I think introducing him to the Android world would be a better choice at this point.

Better stick with Nokia, Samsung, HTC and Motorola

Avoid spice


----------



## AndroidFan (Oct 6, 2011)

Symbian Bella is dead on arrival. Android is superior, faster, smoother. Your budget is 17k. You can get the original Galaxy S device for around 18k, or better yet, get him pure Google phone, Nexus S...


----------



## sygeek (Oct 6, 2011)

If you can extend your budget by 2k or so, I'd recommend you *Nexus S*.


----------



## power_8383 (Oct 6, 2011)

vgowtham97 said:


> If your brother does a lot of gaming and use a lot of apps nothing is better than android.Symbian Belle is a new OS and it needs to be developed.If your brother is not inerested in gaming then,Nokia 701 is a very good phone with a very good screen suitable for multimedia. If you go with android then Motorola defy is the good phone within that budget.But there are lot of new android mobiles in that budget.And,Don't go for SPICE.Their after sales service is not good.



Thanks for your reply. 

He will play some games on the device for sure.
Can you suggest any new android phone ?



Sarath said:


> I think introducing him to the Android world would be a better choice at this point.
> Better stick with Nokia, Samsung, HTC and Motorola
> Avoid spice



Thanks for your reply.
Ok, removed spice from the list.

@ AndroidFan and sygeek

Thanks for your replies.
I cant increase my budget.


----------



## rajan1311 (Oct 6, 2011)

AndroidFan said:


> Symbian Bella is dead on arrival. Android is superior, faster, smoother. Your budget is 17k. You can get the original Galaxy S device for around 18k, or better yet, get him pure Google phone, Nexus S...
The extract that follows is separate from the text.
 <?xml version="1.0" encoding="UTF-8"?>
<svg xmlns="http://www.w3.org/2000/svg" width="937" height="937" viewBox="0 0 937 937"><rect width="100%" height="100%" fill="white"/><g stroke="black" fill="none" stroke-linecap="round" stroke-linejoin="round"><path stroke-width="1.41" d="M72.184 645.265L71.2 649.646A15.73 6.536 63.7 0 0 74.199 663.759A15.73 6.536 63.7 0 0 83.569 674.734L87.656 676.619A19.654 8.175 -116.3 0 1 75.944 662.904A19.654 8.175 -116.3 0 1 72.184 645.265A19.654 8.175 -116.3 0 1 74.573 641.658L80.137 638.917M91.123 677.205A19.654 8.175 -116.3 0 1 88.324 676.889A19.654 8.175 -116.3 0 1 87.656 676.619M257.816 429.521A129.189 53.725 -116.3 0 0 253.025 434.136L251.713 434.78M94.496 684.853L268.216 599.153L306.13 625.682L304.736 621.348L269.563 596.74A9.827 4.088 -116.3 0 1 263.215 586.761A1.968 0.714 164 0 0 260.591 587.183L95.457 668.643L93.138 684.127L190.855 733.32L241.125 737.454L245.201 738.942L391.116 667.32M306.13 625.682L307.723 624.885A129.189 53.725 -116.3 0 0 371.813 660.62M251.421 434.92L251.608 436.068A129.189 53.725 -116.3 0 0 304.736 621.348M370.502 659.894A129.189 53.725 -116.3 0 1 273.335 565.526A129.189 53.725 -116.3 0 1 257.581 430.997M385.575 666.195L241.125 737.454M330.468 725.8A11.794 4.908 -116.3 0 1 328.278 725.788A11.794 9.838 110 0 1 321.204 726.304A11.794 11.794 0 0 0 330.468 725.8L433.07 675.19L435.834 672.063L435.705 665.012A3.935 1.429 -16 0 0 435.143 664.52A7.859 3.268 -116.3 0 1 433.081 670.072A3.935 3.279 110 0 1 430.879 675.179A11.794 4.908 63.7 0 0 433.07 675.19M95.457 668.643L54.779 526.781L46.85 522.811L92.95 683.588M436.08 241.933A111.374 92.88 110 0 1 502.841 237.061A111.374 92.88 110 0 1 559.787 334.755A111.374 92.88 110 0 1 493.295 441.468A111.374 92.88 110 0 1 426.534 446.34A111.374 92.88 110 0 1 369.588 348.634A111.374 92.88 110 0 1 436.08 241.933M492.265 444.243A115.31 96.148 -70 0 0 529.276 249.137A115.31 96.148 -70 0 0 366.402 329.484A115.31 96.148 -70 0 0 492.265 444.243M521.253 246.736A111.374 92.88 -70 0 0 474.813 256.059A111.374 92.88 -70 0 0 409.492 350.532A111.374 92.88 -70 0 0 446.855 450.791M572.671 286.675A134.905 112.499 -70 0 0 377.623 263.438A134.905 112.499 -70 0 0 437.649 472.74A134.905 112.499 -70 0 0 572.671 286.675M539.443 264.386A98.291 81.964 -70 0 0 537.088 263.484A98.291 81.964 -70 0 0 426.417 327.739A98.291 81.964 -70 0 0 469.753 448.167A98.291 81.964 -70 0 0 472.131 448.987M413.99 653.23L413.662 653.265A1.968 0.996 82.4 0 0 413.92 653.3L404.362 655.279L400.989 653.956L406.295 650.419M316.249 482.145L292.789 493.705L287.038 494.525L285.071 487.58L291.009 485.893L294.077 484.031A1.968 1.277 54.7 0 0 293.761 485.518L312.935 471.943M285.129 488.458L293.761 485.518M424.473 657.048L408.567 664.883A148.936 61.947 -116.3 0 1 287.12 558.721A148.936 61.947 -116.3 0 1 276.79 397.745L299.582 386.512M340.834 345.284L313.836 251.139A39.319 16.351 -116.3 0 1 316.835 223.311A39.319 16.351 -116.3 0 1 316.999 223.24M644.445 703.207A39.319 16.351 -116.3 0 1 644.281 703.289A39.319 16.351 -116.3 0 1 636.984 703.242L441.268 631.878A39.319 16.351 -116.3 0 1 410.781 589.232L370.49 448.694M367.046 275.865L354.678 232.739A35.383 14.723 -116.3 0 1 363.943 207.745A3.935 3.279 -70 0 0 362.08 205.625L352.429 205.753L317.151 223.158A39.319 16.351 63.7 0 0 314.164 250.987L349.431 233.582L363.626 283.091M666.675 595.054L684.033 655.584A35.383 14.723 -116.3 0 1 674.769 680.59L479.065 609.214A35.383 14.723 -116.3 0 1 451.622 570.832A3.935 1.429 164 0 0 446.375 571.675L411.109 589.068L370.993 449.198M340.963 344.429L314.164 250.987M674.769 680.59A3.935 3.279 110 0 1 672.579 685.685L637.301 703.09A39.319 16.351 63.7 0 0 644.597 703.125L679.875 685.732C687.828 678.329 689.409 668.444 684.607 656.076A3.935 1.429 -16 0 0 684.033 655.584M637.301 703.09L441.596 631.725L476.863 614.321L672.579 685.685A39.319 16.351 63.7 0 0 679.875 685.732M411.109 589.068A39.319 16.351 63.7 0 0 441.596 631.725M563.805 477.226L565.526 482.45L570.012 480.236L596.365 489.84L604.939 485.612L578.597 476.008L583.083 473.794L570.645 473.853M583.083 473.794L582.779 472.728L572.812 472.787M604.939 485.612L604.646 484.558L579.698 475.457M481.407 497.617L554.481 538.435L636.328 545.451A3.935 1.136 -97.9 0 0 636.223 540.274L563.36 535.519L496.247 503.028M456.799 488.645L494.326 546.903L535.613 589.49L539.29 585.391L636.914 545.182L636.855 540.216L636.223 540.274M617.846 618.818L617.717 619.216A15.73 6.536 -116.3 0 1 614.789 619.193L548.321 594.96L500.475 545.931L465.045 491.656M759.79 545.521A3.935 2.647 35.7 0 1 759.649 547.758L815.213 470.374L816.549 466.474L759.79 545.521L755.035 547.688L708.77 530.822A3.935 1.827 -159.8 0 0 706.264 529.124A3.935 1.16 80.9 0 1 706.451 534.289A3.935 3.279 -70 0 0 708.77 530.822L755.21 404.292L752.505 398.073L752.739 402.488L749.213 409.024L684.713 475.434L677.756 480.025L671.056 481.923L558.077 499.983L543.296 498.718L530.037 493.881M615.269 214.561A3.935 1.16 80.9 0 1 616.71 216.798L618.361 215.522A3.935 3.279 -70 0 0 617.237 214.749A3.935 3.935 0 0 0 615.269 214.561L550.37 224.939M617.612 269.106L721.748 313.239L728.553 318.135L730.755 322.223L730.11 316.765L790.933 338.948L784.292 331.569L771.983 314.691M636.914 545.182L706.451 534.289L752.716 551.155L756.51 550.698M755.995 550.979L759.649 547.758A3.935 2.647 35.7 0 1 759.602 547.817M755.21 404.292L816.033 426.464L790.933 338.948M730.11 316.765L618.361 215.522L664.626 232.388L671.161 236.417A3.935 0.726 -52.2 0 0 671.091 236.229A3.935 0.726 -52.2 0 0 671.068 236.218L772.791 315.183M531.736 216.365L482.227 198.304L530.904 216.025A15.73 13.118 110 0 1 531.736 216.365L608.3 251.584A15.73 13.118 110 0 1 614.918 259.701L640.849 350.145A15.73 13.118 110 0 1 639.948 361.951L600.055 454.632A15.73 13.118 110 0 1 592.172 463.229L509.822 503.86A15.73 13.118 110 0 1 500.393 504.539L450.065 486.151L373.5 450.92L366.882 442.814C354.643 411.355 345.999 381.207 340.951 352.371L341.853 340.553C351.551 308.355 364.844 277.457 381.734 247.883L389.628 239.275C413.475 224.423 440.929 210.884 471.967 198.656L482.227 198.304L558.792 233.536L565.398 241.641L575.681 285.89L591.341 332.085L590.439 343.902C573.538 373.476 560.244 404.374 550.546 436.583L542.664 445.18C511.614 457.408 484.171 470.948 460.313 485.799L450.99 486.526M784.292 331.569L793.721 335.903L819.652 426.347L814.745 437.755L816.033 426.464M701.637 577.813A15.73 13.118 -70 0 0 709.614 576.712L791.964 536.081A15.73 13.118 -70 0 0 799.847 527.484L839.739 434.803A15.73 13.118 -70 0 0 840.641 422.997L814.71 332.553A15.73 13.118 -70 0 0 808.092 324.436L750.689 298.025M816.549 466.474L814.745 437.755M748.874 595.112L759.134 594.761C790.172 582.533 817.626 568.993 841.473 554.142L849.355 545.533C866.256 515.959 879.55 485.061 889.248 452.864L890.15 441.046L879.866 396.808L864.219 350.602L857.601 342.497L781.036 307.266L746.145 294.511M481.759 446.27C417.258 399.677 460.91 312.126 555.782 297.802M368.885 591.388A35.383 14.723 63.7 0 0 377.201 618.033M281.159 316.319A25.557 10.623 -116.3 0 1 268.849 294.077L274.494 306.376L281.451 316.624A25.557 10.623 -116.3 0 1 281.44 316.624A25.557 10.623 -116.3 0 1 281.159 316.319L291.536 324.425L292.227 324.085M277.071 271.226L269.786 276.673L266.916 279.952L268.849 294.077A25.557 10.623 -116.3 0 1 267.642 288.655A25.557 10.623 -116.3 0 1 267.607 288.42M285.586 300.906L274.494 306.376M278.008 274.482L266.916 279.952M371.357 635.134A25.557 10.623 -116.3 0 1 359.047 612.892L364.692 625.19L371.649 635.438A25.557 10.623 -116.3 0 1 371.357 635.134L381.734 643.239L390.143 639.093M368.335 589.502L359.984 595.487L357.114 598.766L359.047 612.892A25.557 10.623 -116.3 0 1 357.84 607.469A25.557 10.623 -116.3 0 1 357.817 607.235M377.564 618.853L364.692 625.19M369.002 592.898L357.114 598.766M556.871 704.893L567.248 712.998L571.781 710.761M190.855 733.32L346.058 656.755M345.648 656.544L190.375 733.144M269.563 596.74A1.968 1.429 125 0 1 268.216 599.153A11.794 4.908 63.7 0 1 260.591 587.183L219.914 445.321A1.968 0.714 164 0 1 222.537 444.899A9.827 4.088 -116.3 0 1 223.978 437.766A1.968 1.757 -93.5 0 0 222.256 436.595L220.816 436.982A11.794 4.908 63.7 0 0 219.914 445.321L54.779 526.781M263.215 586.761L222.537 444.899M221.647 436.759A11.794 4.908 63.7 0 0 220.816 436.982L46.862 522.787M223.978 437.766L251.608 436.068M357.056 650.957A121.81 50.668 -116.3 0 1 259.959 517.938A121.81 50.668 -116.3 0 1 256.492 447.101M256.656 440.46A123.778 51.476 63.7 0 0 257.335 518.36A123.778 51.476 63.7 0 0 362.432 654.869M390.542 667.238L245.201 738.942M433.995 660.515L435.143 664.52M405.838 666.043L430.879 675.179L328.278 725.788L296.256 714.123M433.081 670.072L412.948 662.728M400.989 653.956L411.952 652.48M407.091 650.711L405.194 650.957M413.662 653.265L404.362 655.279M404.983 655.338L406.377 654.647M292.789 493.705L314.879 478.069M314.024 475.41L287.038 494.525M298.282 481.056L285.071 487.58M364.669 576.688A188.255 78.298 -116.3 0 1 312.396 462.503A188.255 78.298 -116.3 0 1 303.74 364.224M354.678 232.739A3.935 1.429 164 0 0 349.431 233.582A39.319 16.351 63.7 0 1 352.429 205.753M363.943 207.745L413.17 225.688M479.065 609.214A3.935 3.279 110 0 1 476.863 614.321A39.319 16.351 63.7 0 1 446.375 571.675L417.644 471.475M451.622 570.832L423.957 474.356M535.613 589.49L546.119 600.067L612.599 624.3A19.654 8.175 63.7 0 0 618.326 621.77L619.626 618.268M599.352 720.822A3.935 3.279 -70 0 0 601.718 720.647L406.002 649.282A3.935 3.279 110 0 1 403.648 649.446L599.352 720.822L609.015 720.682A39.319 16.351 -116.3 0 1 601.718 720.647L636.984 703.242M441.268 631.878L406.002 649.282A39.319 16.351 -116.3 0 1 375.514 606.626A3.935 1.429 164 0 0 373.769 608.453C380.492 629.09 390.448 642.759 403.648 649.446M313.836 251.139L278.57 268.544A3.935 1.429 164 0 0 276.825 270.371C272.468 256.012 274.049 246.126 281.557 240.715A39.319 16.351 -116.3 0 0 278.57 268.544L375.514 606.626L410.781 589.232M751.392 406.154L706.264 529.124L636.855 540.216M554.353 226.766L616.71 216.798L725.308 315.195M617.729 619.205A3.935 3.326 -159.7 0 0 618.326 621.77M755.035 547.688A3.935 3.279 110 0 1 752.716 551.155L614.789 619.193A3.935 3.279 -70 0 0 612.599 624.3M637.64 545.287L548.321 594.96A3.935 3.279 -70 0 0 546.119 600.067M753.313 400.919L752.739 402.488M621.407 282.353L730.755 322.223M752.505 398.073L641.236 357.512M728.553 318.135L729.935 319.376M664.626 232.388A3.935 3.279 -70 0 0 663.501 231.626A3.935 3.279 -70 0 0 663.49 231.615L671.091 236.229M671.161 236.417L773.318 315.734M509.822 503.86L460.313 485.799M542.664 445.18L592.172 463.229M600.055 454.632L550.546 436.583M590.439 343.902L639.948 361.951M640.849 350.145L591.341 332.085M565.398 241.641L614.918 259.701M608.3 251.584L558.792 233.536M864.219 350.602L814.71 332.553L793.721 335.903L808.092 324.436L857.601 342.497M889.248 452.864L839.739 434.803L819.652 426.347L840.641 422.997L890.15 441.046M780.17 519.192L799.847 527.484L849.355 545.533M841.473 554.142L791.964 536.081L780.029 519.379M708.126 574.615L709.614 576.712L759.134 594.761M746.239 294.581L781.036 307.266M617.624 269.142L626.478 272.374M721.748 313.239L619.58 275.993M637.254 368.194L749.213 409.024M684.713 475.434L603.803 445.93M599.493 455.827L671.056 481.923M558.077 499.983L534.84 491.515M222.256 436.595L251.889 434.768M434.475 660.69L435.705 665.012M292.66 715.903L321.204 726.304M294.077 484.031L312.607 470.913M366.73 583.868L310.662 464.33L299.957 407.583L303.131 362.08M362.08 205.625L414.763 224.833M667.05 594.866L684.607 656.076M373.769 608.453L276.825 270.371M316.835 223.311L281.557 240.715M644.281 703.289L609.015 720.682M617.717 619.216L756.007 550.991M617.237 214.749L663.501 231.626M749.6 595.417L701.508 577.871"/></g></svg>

i assume you have already had an hands on? cos i have, and its not so bad as you say it is...

only real thing holding it back is community support.... the screen on the 701 is very good...

also, 701 is NOT fixed focus...


----------



## mitraark (Oct 6, 2011)

Samsung Galaxy ACE maybe ?? 

i've heard it is quite popular.


----------



## kiranm516 (Oct 6, 2011)

Around 17K these are good
Samsung Galaxy SL - 17.9K
LG Optimus Black - 18.9K
Sony Xperia Ray - 18.9K

Also check out SE Xperia Mini series around 15K


----------



## Terabyte (Oct 6, 2011)

rajan1311 said:


> also, 701 is NOT fixed focus...


Nokia 701 DOES HAVE fixed focus camera.
Check it out - Nokia 701 Specs


----------



## NainO (Oct 6, 2011)

rajan1311 said:
			
		

> 701 is NOT fixed focus...



I hate to say this, but it is FIXED FOCUS 



			
				mitraark said:
			
		

> Samsung Galaxy ACE maybe ??
> 
> i've heard it is quite popular.



It is popular, but not for good reasons 

*@power_8383*
Defy or Galaxy S, make ur pick!

Symbian Belle maybe smoother than its previous installments, but still no match for Android. It's just a multimedia phone (atleast for me)!!!


----------



## vgowtham97 (Oct 6, 2011)

mitraark said:


> Samsung Galaxy ACE maybe ??
> 
> i've heard it is quite popular.


Don't go for ACE.It is not worth it's price.


power_8383 said:


> Thanks for your reply.
> 
> He will play some games on the device for sure.
> Can you suggest any new android phone ?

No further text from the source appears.